TASK TO COMPLETE:
Below are records; report how many of their lines contain the word "geração", giving only the number.

Stored records:

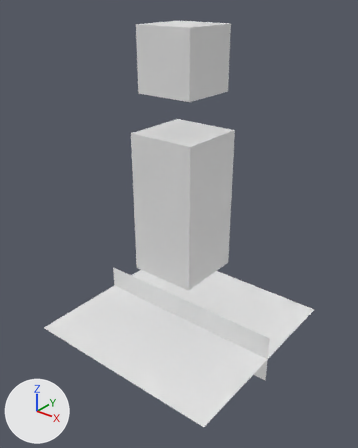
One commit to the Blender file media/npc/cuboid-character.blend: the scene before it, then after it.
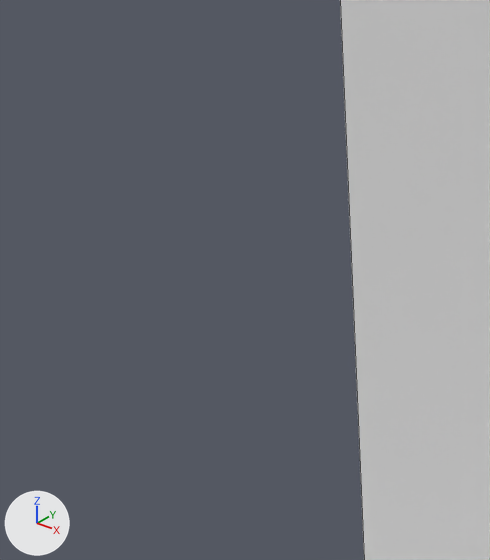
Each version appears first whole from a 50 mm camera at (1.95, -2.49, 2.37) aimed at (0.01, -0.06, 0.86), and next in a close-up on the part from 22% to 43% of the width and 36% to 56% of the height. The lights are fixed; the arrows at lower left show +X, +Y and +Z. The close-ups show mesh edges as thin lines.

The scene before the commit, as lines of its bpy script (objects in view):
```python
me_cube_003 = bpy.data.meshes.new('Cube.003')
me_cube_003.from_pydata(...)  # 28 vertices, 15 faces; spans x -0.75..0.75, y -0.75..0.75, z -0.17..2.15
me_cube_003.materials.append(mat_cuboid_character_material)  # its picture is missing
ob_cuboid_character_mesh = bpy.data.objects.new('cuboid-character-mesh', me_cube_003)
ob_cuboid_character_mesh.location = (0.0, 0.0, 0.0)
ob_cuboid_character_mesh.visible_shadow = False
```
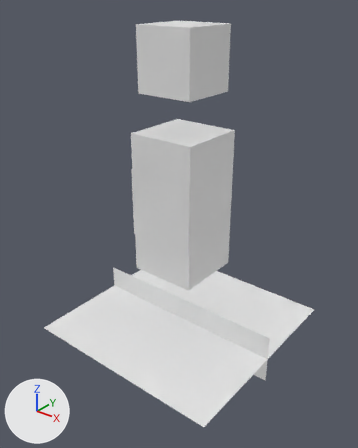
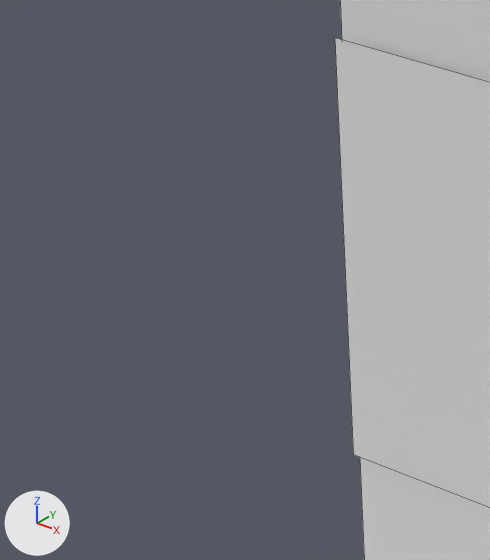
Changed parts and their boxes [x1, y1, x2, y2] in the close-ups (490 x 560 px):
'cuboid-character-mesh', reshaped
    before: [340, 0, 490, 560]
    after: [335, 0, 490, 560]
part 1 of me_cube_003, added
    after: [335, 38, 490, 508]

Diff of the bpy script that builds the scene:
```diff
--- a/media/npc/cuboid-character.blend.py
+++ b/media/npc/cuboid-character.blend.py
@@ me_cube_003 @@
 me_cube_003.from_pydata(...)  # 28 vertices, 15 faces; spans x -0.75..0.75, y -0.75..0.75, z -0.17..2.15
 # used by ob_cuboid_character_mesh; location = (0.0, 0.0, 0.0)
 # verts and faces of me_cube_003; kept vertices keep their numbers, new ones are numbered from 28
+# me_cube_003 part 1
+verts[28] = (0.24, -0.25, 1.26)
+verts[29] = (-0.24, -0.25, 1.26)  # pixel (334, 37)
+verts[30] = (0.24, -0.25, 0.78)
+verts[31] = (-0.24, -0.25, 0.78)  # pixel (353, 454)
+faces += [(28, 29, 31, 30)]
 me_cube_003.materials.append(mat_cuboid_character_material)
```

---

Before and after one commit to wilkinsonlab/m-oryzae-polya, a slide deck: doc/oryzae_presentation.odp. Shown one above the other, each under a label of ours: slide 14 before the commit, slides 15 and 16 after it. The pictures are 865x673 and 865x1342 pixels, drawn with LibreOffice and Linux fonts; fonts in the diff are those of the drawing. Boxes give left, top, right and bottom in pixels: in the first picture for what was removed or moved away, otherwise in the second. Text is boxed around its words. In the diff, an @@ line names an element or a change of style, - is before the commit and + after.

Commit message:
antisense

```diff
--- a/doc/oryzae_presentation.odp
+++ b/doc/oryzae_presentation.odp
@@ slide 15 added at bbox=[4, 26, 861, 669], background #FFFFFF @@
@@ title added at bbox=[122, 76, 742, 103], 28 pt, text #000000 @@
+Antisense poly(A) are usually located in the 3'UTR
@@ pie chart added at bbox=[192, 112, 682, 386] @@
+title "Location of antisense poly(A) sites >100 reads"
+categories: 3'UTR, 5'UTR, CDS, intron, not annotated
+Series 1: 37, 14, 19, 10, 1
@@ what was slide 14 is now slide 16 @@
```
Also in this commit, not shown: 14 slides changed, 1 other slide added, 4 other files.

* * *

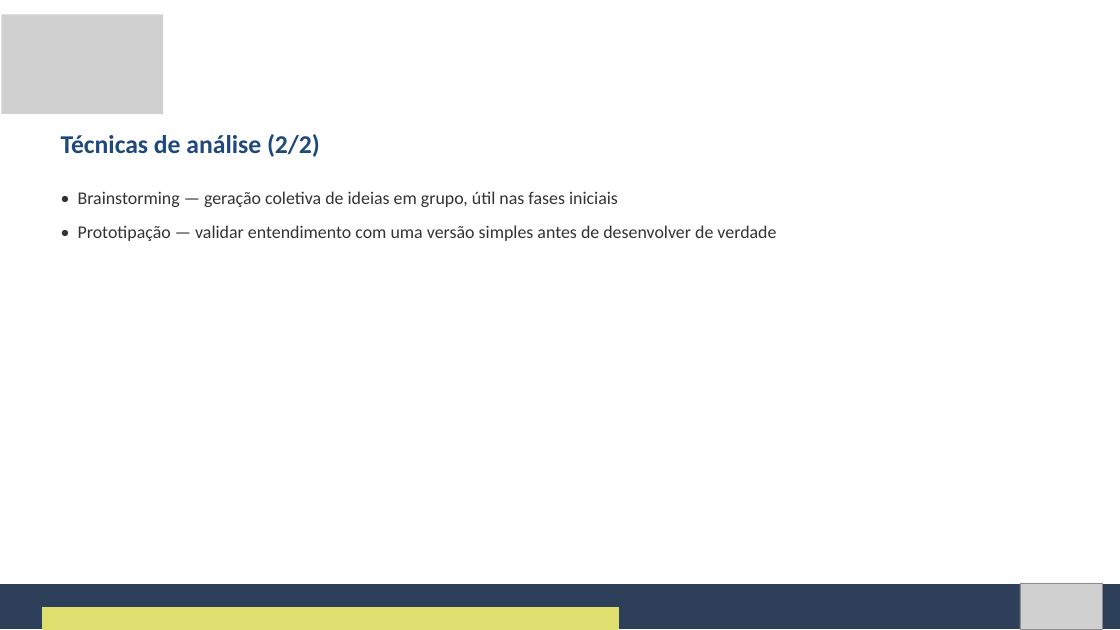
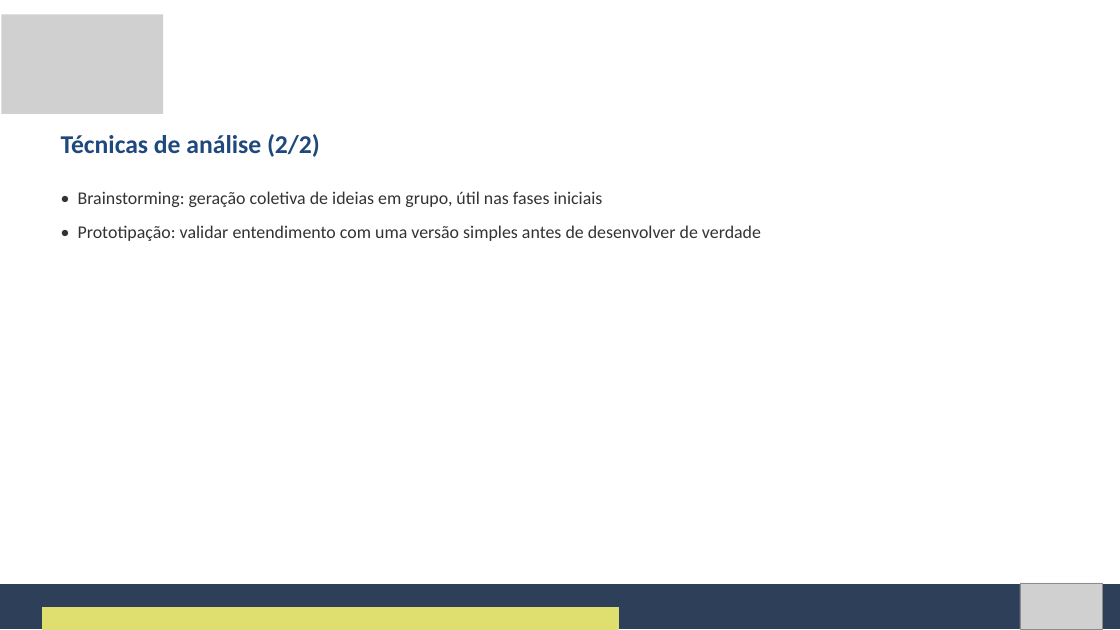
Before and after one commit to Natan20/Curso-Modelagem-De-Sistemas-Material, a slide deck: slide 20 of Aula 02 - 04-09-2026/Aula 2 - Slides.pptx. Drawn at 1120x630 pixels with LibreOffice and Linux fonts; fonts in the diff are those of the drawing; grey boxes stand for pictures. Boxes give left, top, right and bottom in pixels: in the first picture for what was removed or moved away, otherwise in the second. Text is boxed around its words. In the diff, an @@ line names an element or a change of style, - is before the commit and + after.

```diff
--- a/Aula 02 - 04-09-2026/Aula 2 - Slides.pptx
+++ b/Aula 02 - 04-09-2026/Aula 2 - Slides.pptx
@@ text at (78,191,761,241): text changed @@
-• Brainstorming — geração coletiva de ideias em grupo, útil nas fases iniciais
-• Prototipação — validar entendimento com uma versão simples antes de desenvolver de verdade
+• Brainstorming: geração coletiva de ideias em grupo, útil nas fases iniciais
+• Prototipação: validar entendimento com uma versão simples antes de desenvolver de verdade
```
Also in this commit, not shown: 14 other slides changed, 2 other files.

RESULT BELOW:
2